Correspondances

par Nicolas Joray

Les arbres pleurent-ils aussi? / par la Cie Fabienne Berger / du 25 avril au 2 mai 2015 / Equilibre-Nuithonie / plus d’infos

© Mario del Curto
© Mario del Curto

On peine d’abord à distinguer les éléments qui se balancent, à moins d’un mètre du plateau : il s’agit des têtes des danseuses suspendues par les pieds. Ces chauves-souris humaines tiennent dans leurs mains ce qui semble être des portables, qui les éclairent. À Nuithonie se mêlent et s’emmêlent nature et industrie.

Le son des grillons côtoie les bruissements de papier. Le bruit des mouches, celui de basses profondes. Et les cris des corbeaux, le « tac tac » d’un roulement de train. Les ambiances sonores du spectacle créées par Malena Sardi font brillamment écho aux revendications artistiques du projet : donner à voir « une œuvre qui questionne notre rapport au vivant, au monde organique visible ou invisible, dans notre quotidien hautement technologique et connecté. » Il ne s’agit cependant pas uniquement d’une superposition des bruits d’hélicoptères et autres sons produits par des humains aux mélodies du vent et murmures semblables de la nature. Souvent, on peine à distinguer la frontière entre ces deux univers, à déterminer la provenance de ces atmosphères auditives. Les spectateurs sont tantôt amenés à chercher en eux à quelles réalités correspondent les sons, tantôt simplement bousculés lorsque les registres sont floutés.

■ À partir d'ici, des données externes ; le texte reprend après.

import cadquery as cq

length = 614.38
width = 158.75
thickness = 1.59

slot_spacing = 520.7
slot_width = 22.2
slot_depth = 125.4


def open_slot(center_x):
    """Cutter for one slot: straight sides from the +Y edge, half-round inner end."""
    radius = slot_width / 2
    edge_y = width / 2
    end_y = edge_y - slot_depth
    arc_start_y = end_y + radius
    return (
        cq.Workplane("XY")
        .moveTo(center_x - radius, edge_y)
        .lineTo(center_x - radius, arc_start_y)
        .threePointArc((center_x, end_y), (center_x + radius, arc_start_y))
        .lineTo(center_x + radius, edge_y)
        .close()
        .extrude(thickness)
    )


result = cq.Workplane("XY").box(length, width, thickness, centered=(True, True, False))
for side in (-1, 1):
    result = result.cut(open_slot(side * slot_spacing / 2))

Parfois, les corps des quatre danseuses résonnent, semble-t-il, aux invitations de la bande-son. Ainsi, peu après le fracas d’un arbre qui tombe en grinçant, une danseuse se maintient en équilibre sur la tête et les avant-bras, droite tel un arbre. Plus fréquemment, le lien entre les atmosphères sonores et les corps est moins aisé à établir : ces derniers évoluent sur d’autres modes que celui de la transcription réaliste. D’abord, mode de la saccade ou de la fluidité. Mode de la lenteur ou de la rapidité. Mais aussi mode de parcours du plateau entre cour et jardin ou entre proche et lointain. Mode de la solitude ou, plus rarement, de la rencontre. Ceux-ci s’articulent et se conjuguent selon de nombreuses combinaisons chorégraphiées par Fabienne Berger : variations rythmées et rythme varié. La cadence est également travaillée par la proposition scénographique (ventilateurs et autres effets percutants) de Sven Kreter qui réserve quelques surprises : si les spectateurs des premiers rangs peuvent se munir des couvertures mises à disposition pour lutter contre les courants, les autres s’armeront de placidité.

Les danseuses sont les piliers, et les spectateurs les passants de cette création toute baudelairienne de Fabienne Berger.